(Dataset entries)

┄┄┄┄┄┄┄┄┄┄

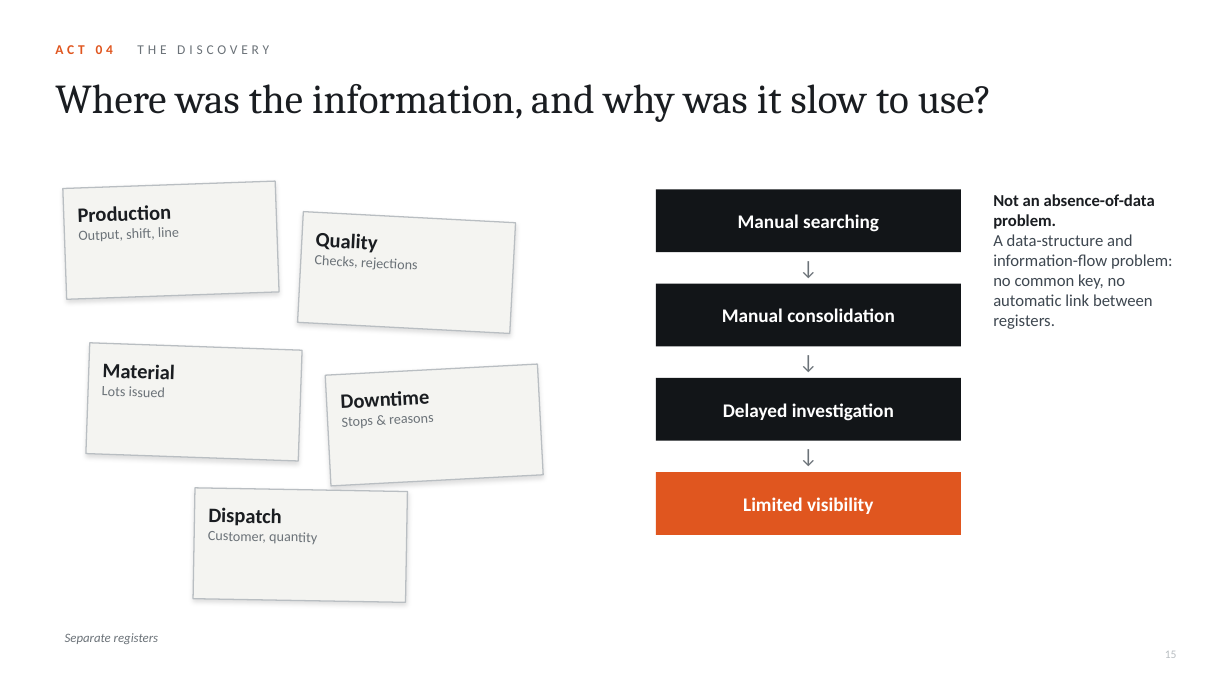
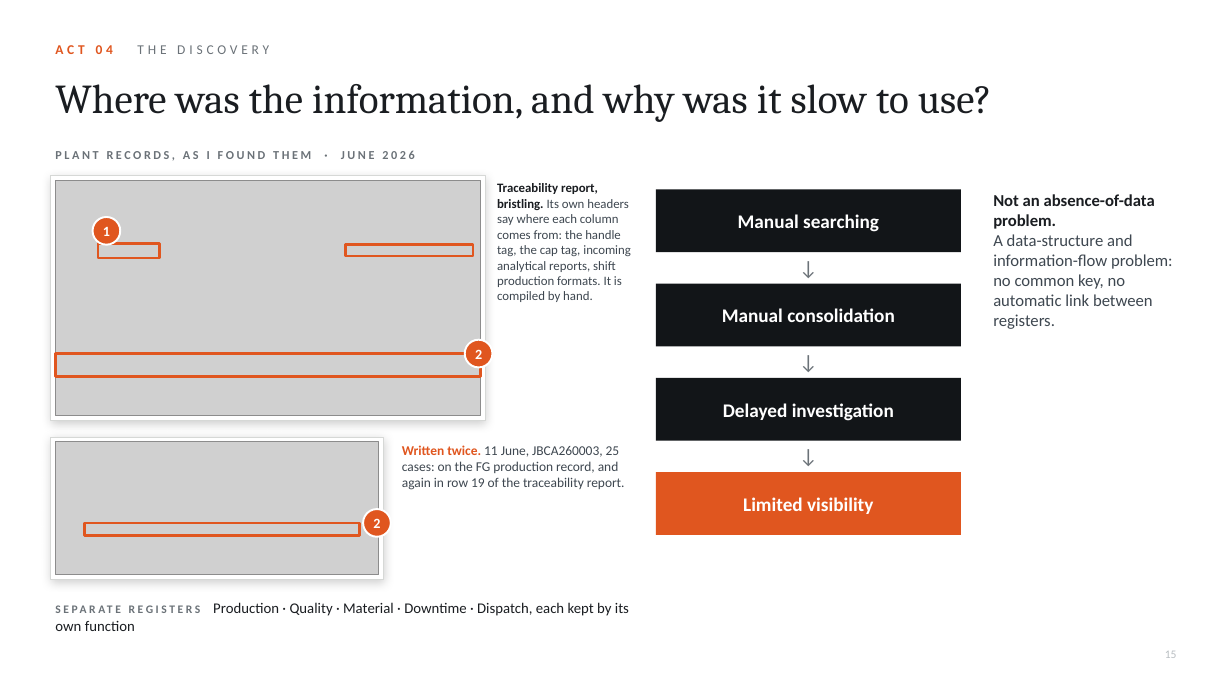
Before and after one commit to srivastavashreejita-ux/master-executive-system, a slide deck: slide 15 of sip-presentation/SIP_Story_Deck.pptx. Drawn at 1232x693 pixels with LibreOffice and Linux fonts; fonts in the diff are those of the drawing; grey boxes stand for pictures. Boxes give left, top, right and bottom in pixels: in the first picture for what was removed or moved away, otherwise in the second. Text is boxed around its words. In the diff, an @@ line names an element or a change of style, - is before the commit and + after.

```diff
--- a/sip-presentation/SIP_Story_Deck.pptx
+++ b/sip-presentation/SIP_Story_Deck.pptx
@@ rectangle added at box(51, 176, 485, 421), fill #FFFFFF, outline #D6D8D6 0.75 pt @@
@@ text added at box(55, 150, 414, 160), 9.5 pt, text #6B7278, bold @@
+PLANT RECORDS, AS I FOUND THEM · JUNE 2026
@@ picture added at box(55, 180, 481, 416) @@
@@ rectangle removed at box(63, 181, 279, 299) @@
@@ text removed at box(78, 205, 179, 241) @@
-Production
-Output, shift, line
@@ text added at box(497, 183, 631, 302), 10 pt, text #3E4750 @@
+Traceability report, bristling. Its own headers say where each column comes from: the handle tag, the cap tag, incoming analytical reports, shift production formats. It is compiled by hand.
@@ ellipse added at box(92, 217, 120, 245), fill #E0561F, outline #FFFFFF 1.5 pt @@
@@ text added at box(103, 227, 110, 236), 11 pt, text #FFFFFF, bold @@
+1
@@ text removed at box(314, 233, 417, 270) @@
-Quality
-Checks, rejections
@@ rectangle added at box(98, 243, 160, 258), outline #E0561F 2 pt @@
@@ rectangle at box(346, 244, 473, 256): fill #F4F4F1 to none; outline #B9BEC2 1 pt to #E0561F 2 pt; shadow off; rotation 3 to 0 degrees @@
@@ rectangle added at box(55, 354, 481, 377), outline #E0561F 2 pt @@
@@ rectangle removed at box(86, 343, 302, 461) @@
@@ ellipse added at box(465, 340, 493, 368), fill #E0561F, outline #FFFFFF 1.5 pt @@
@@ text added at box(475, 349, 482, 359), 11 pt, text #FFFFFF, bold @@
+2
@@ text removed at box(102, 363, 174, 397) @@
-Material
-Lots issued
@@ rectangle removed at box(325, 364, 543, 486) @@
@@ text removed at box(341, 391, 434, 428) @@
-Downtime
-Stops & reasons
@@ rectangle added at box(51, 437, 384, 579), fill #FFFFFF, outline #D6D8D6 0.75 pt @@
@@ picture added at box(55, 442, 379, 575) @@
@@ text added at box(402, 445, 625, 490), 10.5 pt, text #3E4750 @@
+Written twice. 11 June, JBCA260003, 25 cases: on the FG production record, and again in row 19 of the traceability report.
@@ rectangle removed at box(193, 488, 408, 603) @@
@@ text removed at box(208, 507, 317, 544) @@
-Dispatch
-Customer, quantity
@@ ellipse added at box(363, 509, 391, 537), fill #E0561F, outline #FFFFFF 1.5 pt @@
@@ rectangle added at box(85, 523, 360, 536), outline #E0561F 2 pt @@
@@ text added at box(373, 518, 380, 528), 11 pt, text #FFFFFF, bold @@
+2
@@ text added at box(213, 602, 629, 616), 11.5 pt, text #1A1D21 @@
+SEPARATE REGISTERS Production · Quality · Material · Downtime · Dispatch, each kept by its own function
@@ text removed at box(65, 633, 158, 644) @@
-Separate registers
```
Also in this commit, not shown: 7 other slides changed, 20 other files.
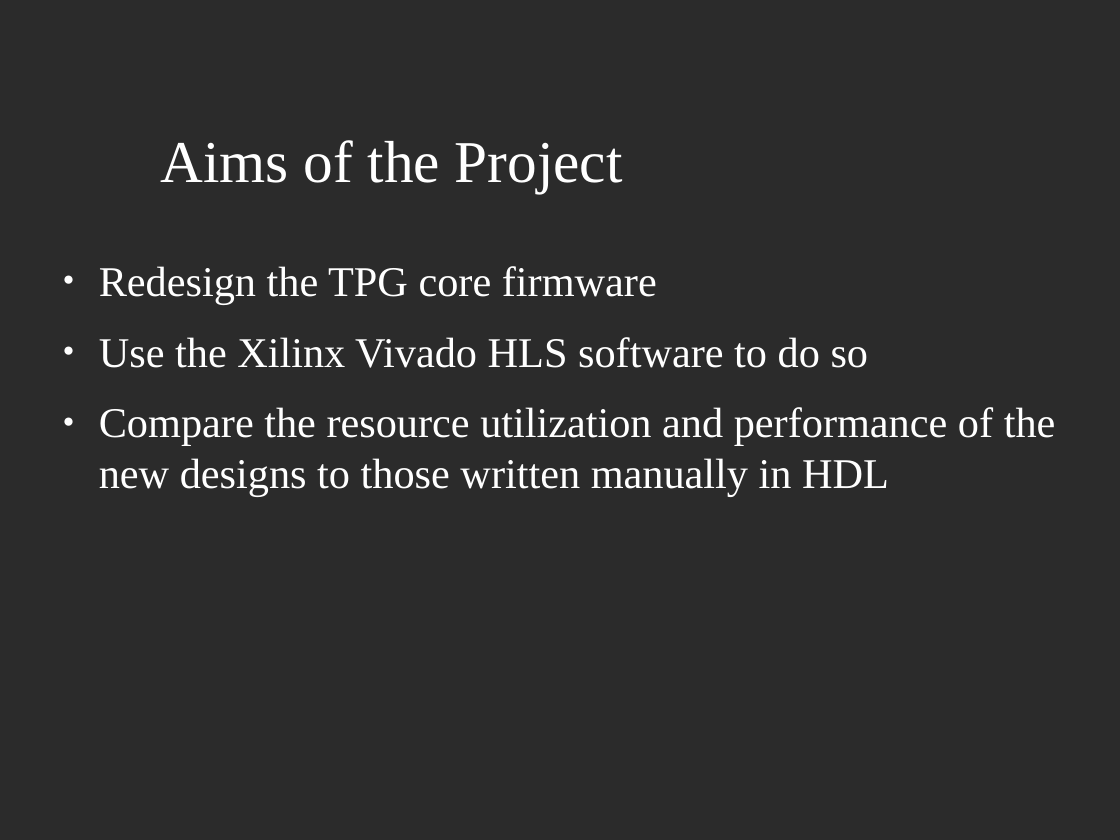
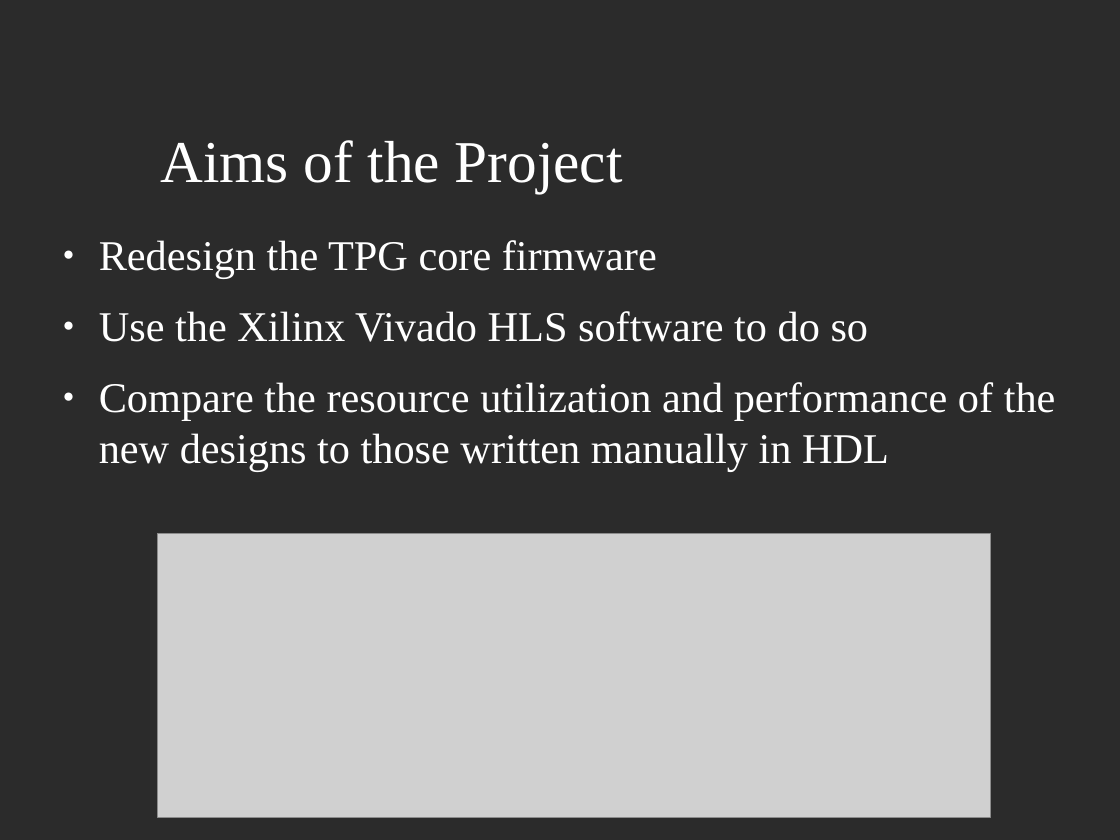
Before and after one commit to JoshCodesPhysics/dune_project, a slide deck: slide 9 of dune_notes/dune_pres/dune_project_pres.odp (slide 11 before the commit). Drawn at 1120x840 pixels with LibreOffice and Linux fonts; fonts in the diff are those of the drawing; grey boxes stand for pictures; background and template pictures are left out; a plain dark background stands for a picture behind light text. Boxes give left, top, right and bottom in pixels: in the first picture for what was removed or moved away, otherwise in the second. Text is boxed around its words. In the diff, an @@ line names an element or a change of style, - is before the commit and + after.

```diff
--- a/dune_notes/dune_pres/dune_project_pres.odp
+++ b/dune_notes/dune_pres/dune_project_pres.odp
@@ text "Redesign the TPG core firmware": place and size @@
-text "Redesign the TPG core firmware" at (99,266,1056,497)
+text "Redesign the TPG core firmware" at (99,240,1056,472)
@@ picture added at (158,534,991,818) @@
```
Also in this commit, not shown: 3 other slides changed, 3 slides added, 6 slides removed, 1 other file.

┄┄┄┄┄┄┄┄┄┄

» WHAT IS BEING ASKED: When a line of the records holds the word "core", copy that line.

» ANSWER BELOW:
@@ text "Redesign the TPG core firmware": place and size @@
-text "Redesign the TPG core firmware" at (99,266,1056,497)
+text "Redesign the TPG core firmware" at (99,240,1056,472)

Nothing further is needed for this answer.